There are uncountable French cheeses, almost four hundred to date ... Here is a Mini List of some of the most interesting and a couple of recipe ideas on how to serve them ... 


 Roquefort ... 

This ewe´s cheese is named for Roquefort sur Soulzon in the vicinity of St. Affrique, a hilly grazing region in southern France. This tangy blue vein variety is one of the world´s most famous blues, and it has been produced for over 1.200 years and is still being matured in limestone caves of Cambalou in Roquefort. 

 Roquefort In Salad ... 

1/2 cup Extra Virgin Olive Oil 
3 tblsps. white wine vinegar
6 cups of Oakleaf red, or Arugula or Sorrel variety lettuces ( this lettuce is not from an Oak Tree) or Endive & Radicchio ... 
4 ounces of Roquefort crumbled ( about 1 cup )
6 fresh mint leaves finely chopped ( to refresh palate as Roquefort is quite pungent when aged )
3/4 tsps. honey with eucalyptus 

Whisk Oil and Vinegar in bowl and season dressing to taste with salt and freshly ground black pepper. Combine lettuces, cheese and mint leaf in large bowl. Combine dressing to coat and drizzle with honey and then, toss well ... 

 Camembert ...

 A soft rich cow variety, originated in Normandy in the northwest of France and is named after a village there. It is similar to Brie, however, is far more pungent. 

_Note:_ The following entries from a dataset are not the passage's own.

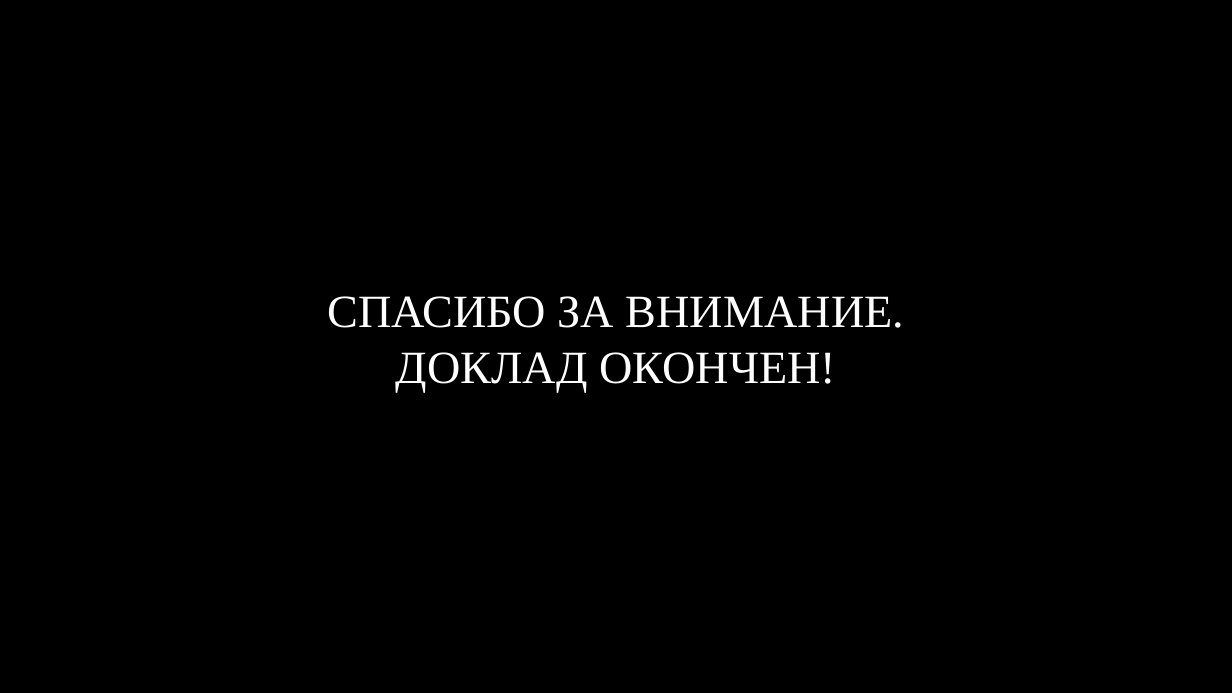
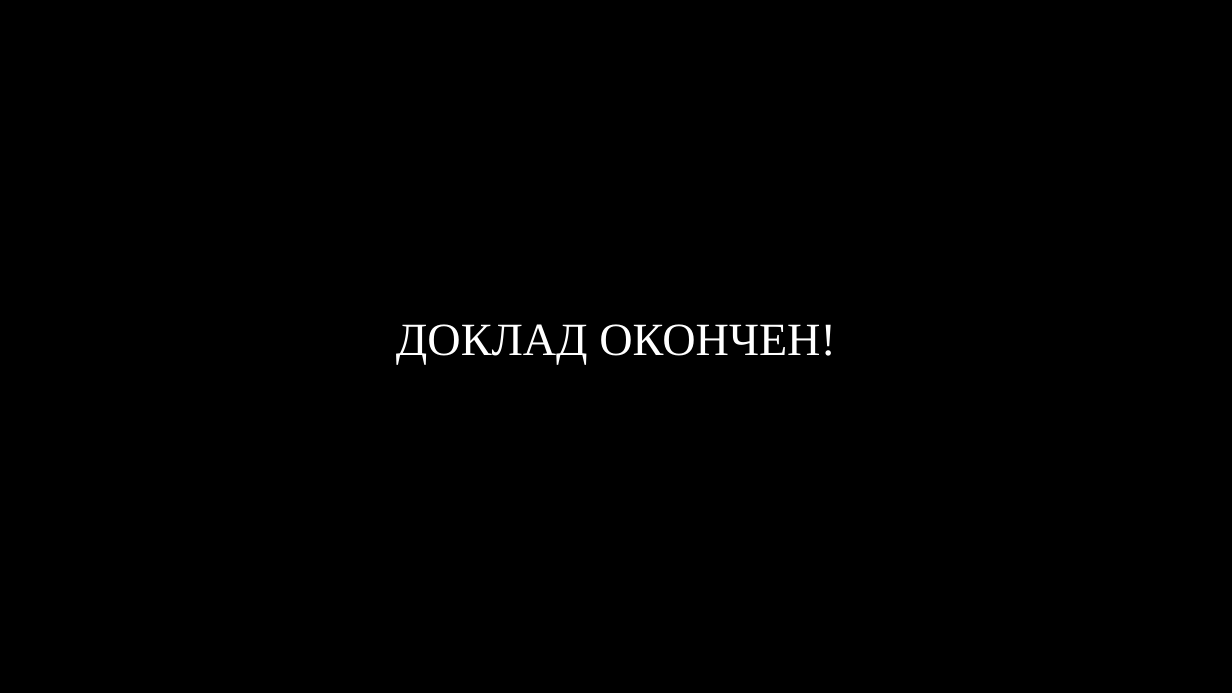
Before and after one commit to RAdKuzur/ASTU, a slide deck: slide 21 of Дипломная работа/Диплом/Презентация.pptx. Drawn at 1232x693 pixels with LibreOffice and Linux fonts; fonts in the diff are those of the drawing; background and template pictures are left out. Boxes give left, top, right and bottom in pixels: in the first picture for what was removed or moved away, otherwise in the second. Text is boxed around its words. In the diff, an @@ line names an element or a change of style, - is before the commit and + after.

```diff
--- a/Дипломная работа/Диплом/Презентация.pptx
+++ b/Дипломная работа/Диплом/Презентация.pptx
@@ title at [396, 324, 836, 364]: text changed @@
-СПАСИБО ЗА ВНИМАНИЕ.
-ДОКЛАД ОКОНЧЕН!
+ДОКЛАД ОКОНЧЕН!
```
Also in this commit, not shown: 2 other slides changed, 2 other files.

This pâté recipe below is a firm yet spreadable combination of Camembert, creamcheese and
walnuts and lovely served with baguette toasted canapés and crudities. 


Camembert Walnut Pâté ... 

7 ounces camembert cheese with bloomy white rind removed
4 oz. Philadelphia cream cheese 
1 tblsp. fresh Lime juice
2 tblsps. walnuts that were toasted and finely chopped

Blend the camembert in Food Processor until smooth. Gradually add the cream cheese and process until smooth. Add lime juice, process until smooth. Now transfer the mixture to a bowl and combine with walnuts. Season with salt and black pepper. Spoon pâté into a 2 cup bowl and chill for two hours until firm. 

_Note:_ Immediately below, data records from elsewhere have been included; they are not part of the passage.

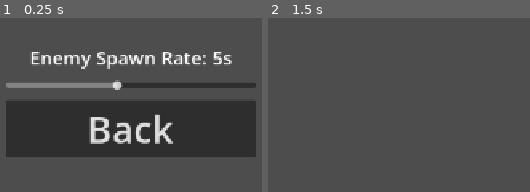
Above: before the commit, frames 1-2 (left to right).
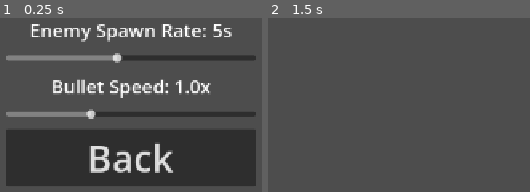
Above: after the commit, the same moments.

Repository: piotrrusak/coldcurve-vancouver
Game: Godot game, scene res://scenes/options/options.tscn
Two runs of this game, one before a commit and one after it. Both use one fixed random seed, a clock stepped at 60 frames per second and the inputs below. This scene is started directly instead of the project's main scene.
Inputs (mouse positions are in pixels of both pictures, inside the frame that each line leads up to):
- Up to frame 1 (0.25 s): no input
- Up to frame 2 (1.5 s): tap Enter at 0.5 s; move the mouse to (outside the picture) at 0.52 s; hold D (move_right) 0.53-1.25 s; click "Back" at 1.25 s

The runs differ from the first frame. In frame 1, 41% of the frame differs, in the area x 2-98%, y 3-97%; in frame 2, nothing differs.

Commit message:
Bullet speed slider

Diff:
--- a/scenes/options/options.tscn
+++ b/scenes/options/options.tscn
@@ -32,9 +32,22 @@
 step = 1.0
 value = 5.0
 
+[node name="BulletSpeedLabel" type="Label" parent="Container"]
+theme_override_font_sizes/font_size = 30
+text = "Bullet Speed: 1.0x"
+horizontal_alignment = 1
+
+[node name="BulletSpeedSlider" type="HSlider" parent="Container"]
+custom_minimum_size = Vector2(400, 40)
+min_value = 0.5
+max_value = 2.0
+step = 0.1
+value = 1.0
+
 [node name="BackButton" type="Button" parent="Container"]
 theme_override_font_sizes/font_size = 60
 text = "Back"
 
 [connection signal="value_changed" from="Container/SpawnRateSlider" to="." method="_on_spawn_rate_slider_value_changed"]
+[connection signal="value_changed" from="Container/BulletSpeedSlider" to="." method="_on_bullet_speed_slider_value_changed"]
 [connection signal="pressed" from="Container/BackButton" to="." method="_on_back_button_pressed"]
--- a/scripts/enemies/enemy_projectiles/projectile.gd
+++ b/scripts/enemies/enemy_projectiles/projectile.gd
@@ -3,7 +3,8 @@
 @export var base_speed = 500.0
 
 func get_projectile_speed():
-	return Vector2(randf_range(base_speed, base_speed * 1.25), 0.0)
+	var s = base_speed * GameSettings.bullet_speed_multiplier
+	return Vector2(randf_range(s, s * 1.25), 0.0)
 
 func _draw():
 	# Triangle pointing forward (+X direction), rotated by parent
--- a/scripts/game_settings.gd
+++ b/scripts/game_settings.gd
@@ -1,3 +1,4 @@
 extends Node
 
 var enemy_spawn_rate: float = 5.0
+var bullet_speed_multiplier: float = 1.0
--- a/scripts/options/options.gd
+++ b/scripts/options/options.gd
@@ -8,16 +8,25 @@
 func _ready():
 	spawn_rate = GameSettings.enemy_spawn_rate
 	$Container/SpawnRateSlider.value = spawn_rate
-	_update_label(spawn_rate)
+	_update_spawn_label(spawn_rate)
+	$Container/BulletSpeedSlider.value = GameSettings.bullet_speed_multiplier
+	_update_bullet_label(GameSettings.bullet_speed_multiplier)
 
 func _on_spawn_rate_slider_value_changed(value: float):
 	spawn_rate = value
 	GameSettings.enemy_spawn_rate = value
-	_update_label(value)
+	_update_spawn_label(value)
 	spawn_rate_changed.emit(value)
 
-func _update_label(value: float):
+func _on_bullet_speed_slider_value_changed(value: float):
+	GameSettings.bullet_speed_multiplier = value
+	_update_bullet_label(value)
+
+func _update_spawn_label(value: float):
 	$Container/SpawnRateLabel.text = "Enemy Spawn Rate: %ds" % int(value)
+
+func _update_bullet_label(value: float):
+	$Container/BulletSpeedLabel.text = "Bullet Speed: %.1fx" % value
 
 func _on_back_button_pressed():
 	back.emit()

 montrachet goat cheese ... 


 Montrachet is a tiny Burgundian village which has been producing this small cylinder log shaped cheese for centuries. The logs are wrapped in chestnut leaves or vine leaves for ageing processing. 

However, commercially, the cheese coated with ashes which give the cheese such a rich creamy consistency. 

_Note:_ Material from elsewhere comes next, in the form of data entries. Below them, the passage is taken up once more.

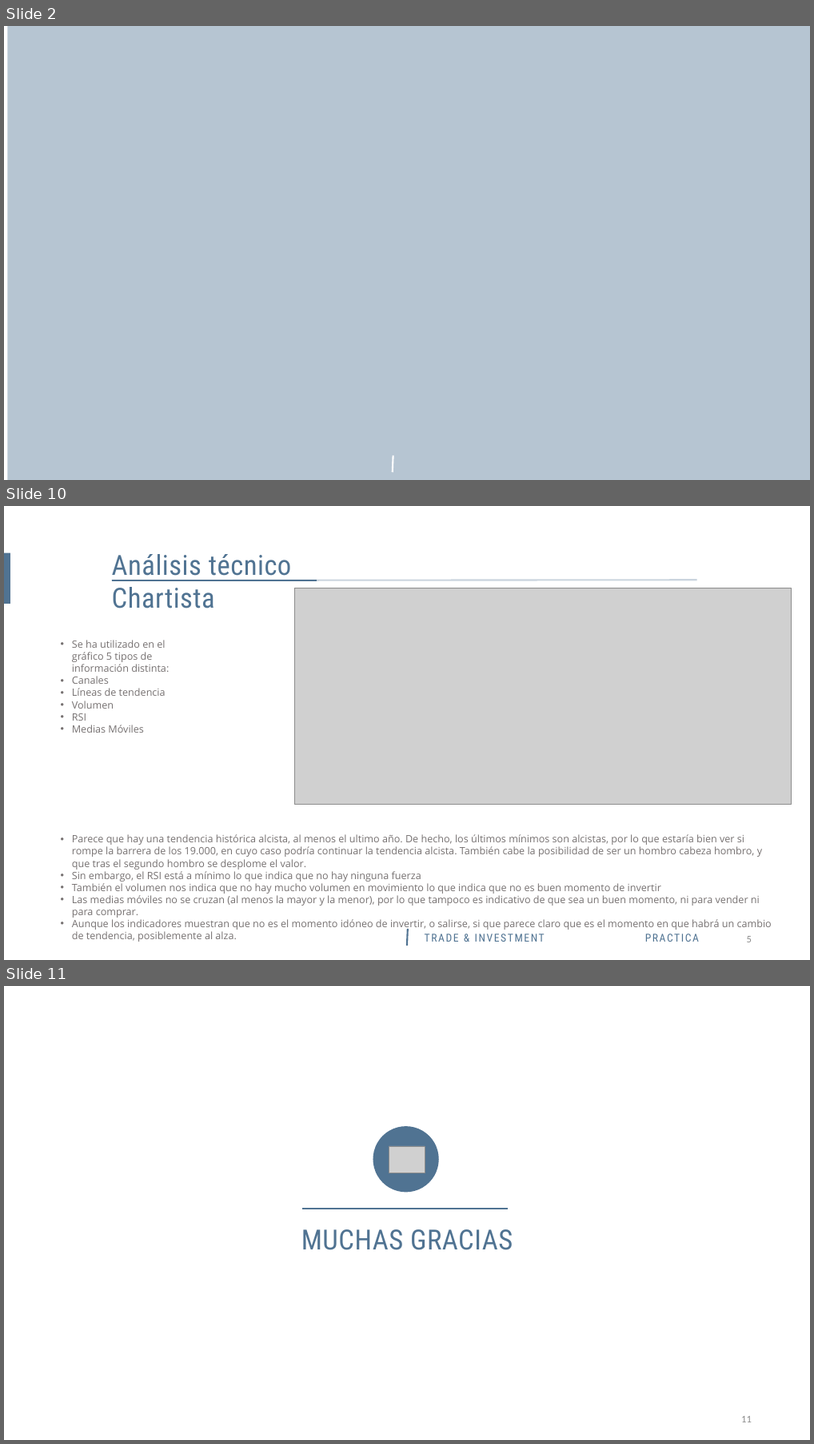
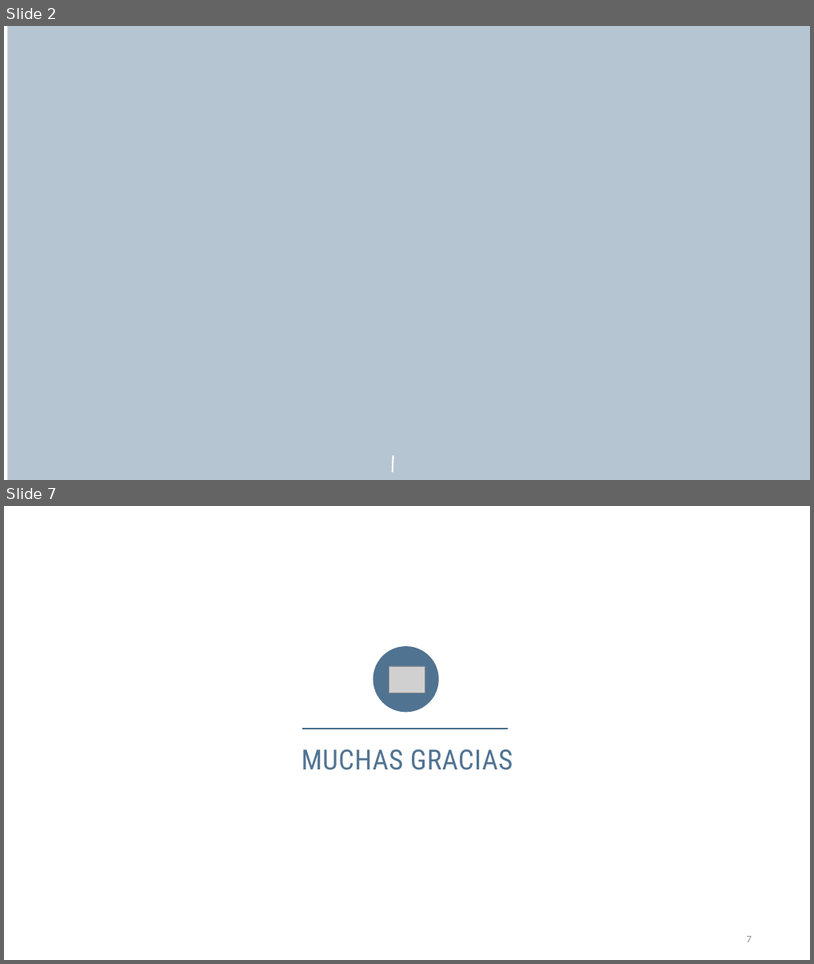
Before and after one commit to amarino5/Master-BigData-CIFF-2016, a slide deck: Algoritmic Trading/Algoritmic Trading Práctica.pptx. Shown one above the other, each under a label of ours: slides 2, 10 and 11 before the commit, slides 2 and 7 after it; the slides between them are not shown. The pictures are 814x1444 and 814x964 pixels, drawn with LibreOffice and Linux fonts; fonts in the diff are those of the drawing; grey boxes stand for pictures; background and template pictures are left out. Boxes give left, top, right and bottom in pixels: in the first picture for what was removed or moved away, otherwise in the second. Text is boxed around its words. In the diff, an @@ line names an element or a change of style, - is before the commit and + after.

Commit message:
ultimos cambios

```diff
--- a/Algoritmic Trading/Algoritmic Trading Práctica.pptx
+++ b/Algoritmic Trading/Algoritmic Trading Práctica.pptx
@@ slide 10 removed at <box>4,506,810,960</box>, background #FFFFFF @@
@@ rectangle removed at <box>4,553,10,604</box> @@
@@ text removed at <box>112,554,292,608</box> @@
-Análisis técnico
-Chartista
@@ line removed from (112, 580) to (698, 580) @@
@@ line removed from (112, 580) to (317, 580) @@
@@ picture removed at <box>294,588,791,804</box> @@
@@ text removed at <box>72,640,169,732</box> @@
-• Se ha utilizado en el gráfico 5 tipos de información distinta:
-• Canales
-• Líneas de tendencia
-• Volumen
-• RSI
-• Medias Móviles
@@ text removed at <box>72,834,772,941</box> @@
-• Parece que hay una tendencia histórica alcista, al menos el ultimo año. De hecho, los últimos mínimos son alcistas, por lo que estaría bien ver si rompe la barrera de los 19.000, en cuyo caso podría continuar la tendencia alcista. También cabe la posibilidad de ser un hombro cabeza hombro, y que tras el segundo hombro se desplome el valor.
-• Sin embargo, el RSI está a mínimo lo que indica que no hay ninguna fuerza
-• También el volumen nos indica que no hay mucho volumen en movimiento lo que indica que no es buen momento de invertir
-• Las medias móviles no se cruzan (al menos la mayor y la menor), por lo que tampoco es indicativo de que sea un buen momento, ni para vender ni para comprar.
-• Aunque los indicadores muestran que no es el momento idóneo de invertir, o salirse, si que parece claro que es el momento en que habrá un cambio de tendencia, posiblemente al alza.
@@ line removed from (407, 945) to (408, 928) @@
@@ text removed at <box>425,933,545,941</box> @@
-TRADE & INVESTMENT
@@ text removed at <box>646,933,699,941</box> @@
-PRACTICA
@@ text removed at <box>747,936,752,942</box> @@
-5
@@ what was slide 11 is now slide 7 @@
@@ page number at <box>747,936,752,942</box>: text changed @@
-11
+7
```
Also in this commit, not shown: 2 slides changed, 2 slides added, 5 other slides removed, 1 other file.

 Vermouth Chicken With Montrachet Goat Cheese Sauce 

3 tblsps. unsalted butter
1 whole chicken ( three pounds ) halved
1 spring onion and 1 leek 
1 large garlic clove crushed
2/3 cup Vermouth Dry White ( for example: Noilly Prat from France ) 
3 ounces of Montrachet Goat Cheese Log at room temperature
1/4 cup Crème Fraîche
2 large potatoes peeled and thickly sliced 

1. melt 3 tblsps. butter in heavy large skillet over medium heat 
2. season chicken with salt and freshly ground blk. pepper
3. add chicken skin side down to skillet and add onion, leek and garlic crushed and cook chicken until golden about 10 mins.
4. turn chicken over and cook another 5 mins.
5. add vermouth and chicken stock to skillet
6. cover and simmer until chicken is almost cooked through
7. Baste occasionally about 25 mins. 
8. set aside
9. boil liquid in skillet until thickened to sauce consistency about 18 mins.
10. reduce heat to medium low simmer and add goat cheese and stir until melted and smooth
11. stir in the Créme Fraîche 
12. meanwhile cook the potatoes in boiled salted water until tender about 12 to 15 mins.
13. drain and tent with aluminum foil to keep warm 
14. preheat broiler and broil chicken until browned golden about 3 mins per side
15. divide potato slices between two plates 
16. arrange chicken atop potatoes
17. cover with sauce and garnish with fresh chives and serve 

** SERVE WITH: WARM FRENCH STYLE BAGUETTE AND WHITE WINE OR DRY VERMOUTH ... or Prosecco or Cava or Champagne ...

Enjoy, 
Ciao.
Margaux Cintrano.


----------